== GIVEN INFORMATION

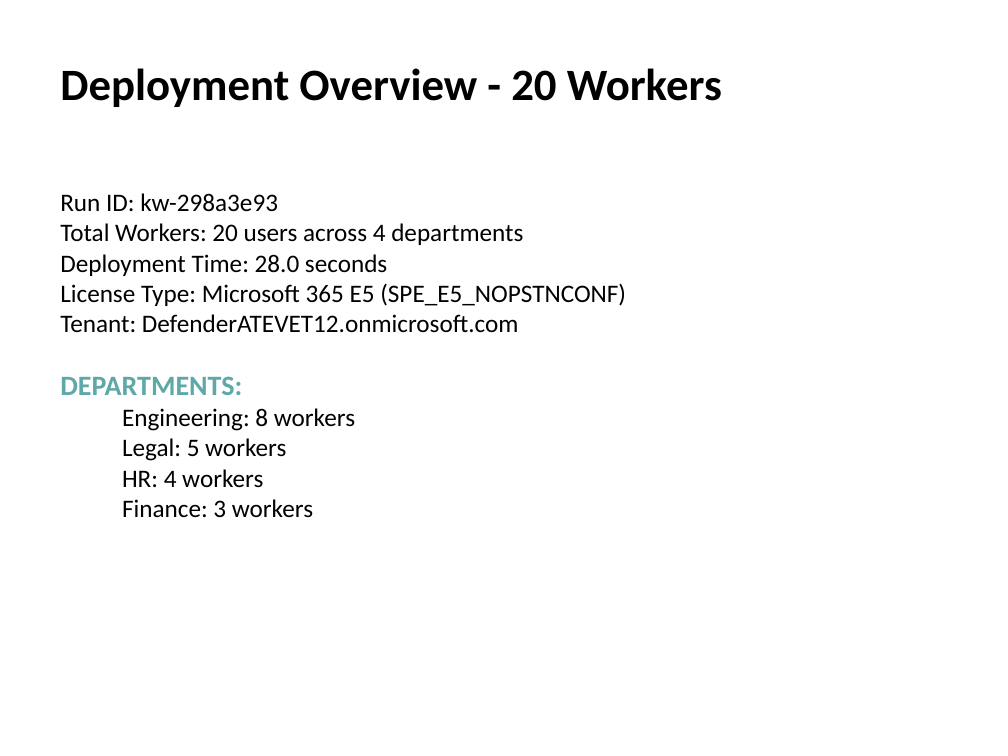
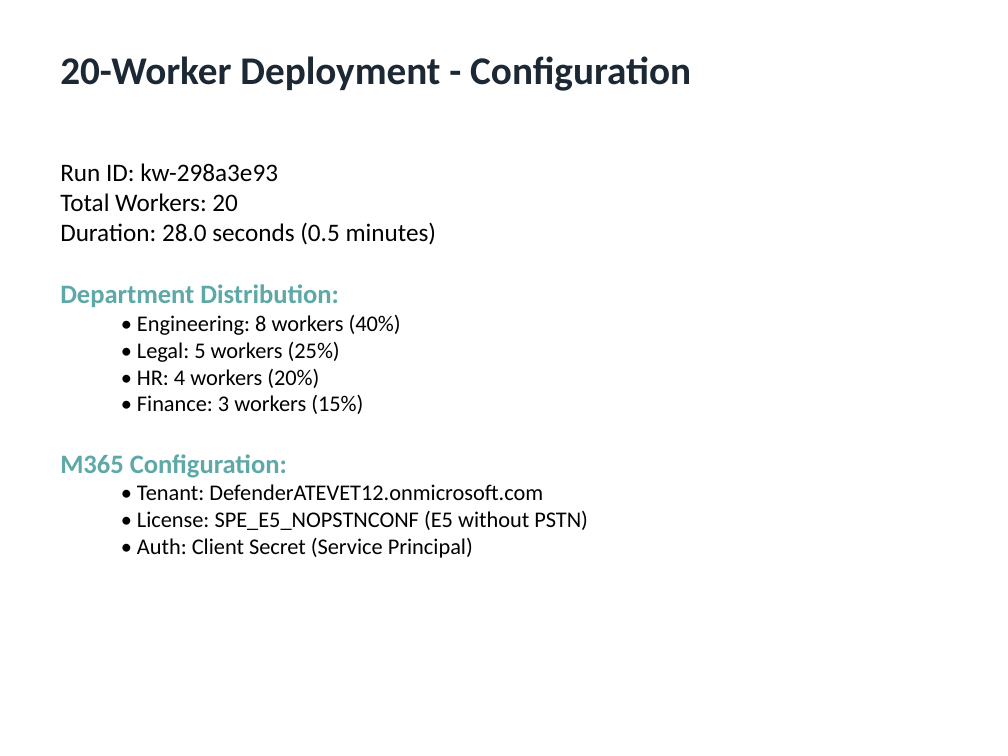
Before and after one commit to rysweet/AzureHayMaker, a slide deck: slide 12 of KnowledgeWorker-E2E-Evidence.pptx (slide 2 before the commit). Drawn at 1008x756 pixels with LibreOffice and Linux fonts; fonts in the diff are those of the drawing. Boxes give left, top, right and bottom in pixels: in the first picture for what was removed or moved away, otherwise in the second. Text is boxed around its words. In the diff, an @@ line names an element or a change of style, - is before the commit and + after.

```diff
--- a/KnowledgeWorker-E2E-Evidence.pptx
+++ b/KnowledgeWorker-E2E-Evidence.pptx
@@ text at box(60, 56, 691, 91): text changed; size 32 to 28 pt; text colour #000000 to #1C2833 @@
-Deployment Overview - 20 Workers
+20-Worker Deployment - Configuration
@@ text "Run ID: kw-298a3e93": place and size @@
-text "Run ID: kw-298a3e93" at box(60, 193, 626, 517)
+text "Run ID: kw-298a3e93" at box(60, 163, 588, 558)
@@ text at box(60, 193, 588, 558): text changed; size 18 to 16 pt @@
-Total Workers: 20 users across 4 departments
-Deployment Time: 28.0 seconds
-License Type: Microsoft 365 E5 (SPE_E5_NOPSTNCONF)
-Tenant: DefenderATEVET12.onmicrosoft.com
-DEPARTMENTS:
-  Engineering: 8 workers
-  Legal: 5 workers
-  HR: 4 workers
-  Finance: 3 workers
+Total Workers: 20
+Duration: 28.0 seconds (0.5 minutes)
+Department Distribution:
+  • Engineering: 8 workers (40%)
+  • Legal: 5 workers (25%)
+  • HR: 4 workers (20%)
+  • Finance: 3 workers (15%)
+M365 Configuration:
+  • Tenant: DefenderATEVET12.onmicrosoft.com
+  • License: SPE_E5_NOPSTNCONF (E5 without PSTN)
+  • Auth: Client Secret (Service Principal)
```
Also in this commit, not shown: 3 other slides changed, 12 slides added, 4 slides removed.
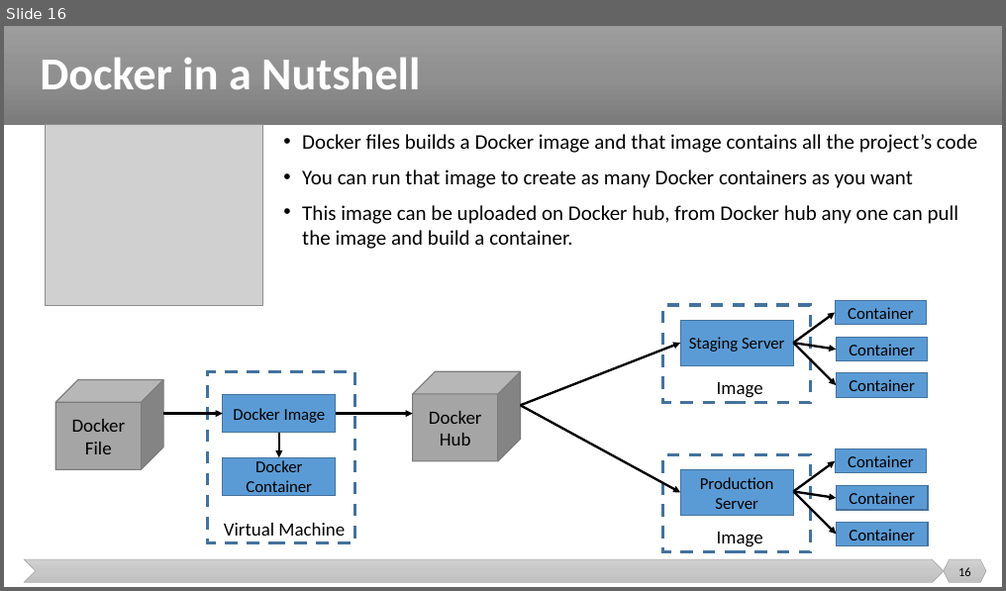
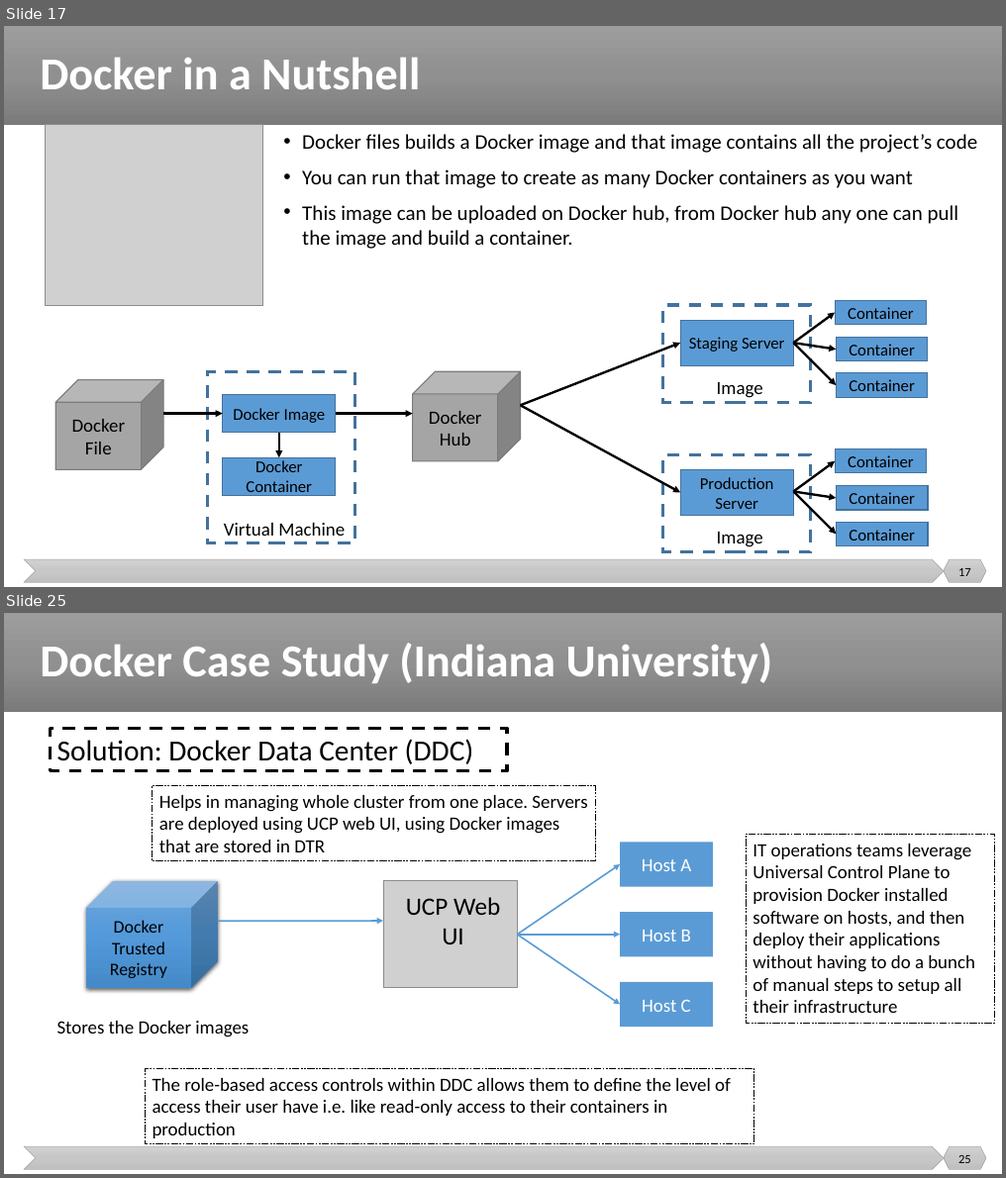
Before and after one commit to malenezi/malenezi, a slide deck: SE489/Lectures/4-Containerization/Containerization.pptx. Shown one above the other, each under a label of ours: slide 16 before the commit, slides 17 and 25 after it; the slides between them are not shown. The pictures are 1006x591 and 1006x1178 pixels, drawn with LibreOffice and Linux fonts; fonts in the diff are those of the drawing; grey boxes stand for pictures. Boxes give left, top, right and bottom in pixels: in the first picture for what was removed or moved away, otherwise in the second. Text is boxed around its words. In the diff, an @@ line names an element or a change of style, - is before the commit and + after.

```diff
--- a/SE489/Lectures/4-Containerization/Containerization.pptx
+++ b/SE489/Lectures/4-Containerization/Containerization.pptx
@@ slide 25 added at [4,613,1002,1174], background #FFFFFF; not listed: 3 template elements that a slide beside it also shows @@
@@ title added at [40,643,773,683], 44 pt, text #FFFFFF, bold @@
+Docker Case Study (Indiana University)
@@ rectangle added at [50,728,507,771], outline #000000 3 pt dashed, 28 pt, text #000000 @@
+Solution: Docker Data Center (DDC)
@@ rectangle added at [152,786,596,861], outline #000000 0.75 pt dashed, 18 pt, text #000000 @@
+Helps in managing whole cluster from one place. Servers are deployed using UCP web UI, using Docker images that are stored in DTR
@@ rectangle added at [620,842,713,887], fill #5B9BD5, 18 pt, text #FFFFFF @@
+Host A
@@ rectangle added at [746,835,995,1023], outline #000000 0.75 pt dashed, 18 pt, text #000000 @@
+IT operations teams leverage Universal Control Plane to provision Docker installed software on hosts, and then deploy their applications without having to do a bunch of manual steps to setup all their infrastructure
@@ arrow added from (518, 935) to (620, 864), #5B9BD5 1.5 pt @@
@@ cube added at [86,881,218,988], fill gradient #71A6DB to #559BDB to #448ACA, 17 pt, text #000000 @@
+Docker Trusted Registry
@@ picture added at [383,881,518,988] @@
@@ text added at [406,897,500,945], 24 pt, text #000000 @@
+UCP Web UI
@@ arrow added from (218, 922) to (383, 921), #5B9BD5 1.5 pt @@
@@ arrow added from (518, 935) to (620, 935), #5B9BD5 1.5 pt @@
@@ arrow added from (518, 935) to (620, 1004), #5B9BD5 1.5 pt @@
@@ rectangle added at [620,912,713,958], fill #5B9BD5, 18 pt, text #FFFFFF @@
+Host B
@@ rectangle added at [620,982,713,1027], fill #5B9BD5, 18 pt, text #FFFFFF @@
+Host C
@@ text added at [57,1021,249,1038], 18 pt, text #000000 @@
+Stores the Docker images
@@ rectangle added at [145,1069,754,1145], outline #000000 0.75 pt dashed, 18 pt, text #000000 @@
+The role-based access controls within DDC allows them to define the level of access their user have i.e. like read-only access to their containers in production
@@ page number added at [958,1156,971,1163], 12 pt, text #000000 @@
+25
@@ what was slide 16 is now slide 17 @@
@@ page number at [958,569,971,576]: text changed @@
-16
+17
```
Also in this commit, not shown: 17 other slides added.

====

◆ WHAT TO PRODUCE
Show all lines in the records above that hold "rectangle".

◆ EXERCISE ANSWER
@@ rectangle added at [50,728,507,771], outline #000000 3 pt dashed, 28 pt, text #000000 @@
@@ rectangle added at [152,786,596,861], outline #000000 0.75 pt dashed, 18 pt, text #000000 @@
@@ rectangle added at [620,842,713,887], fill #5B9BD5, 18 pt, text #FFFFFF @@
@@ rectangle added at [746,835,995,1023], outline #000000 0.75 pt dashed, 18 pt, text #000000 @@
@@ rectangle added at [620,912,713,958], fill #5B9BD5, 18 pt, text #FFFFFF @@
@@ rectangle added at [620,982,713,1027], fill #5B9BD5, 18 pt, text #FFFFFF @@
@@ rectangle added at [145,1069,754,1145], outline #000000 0.75 pt dashed, 18 pt, text #000000 @@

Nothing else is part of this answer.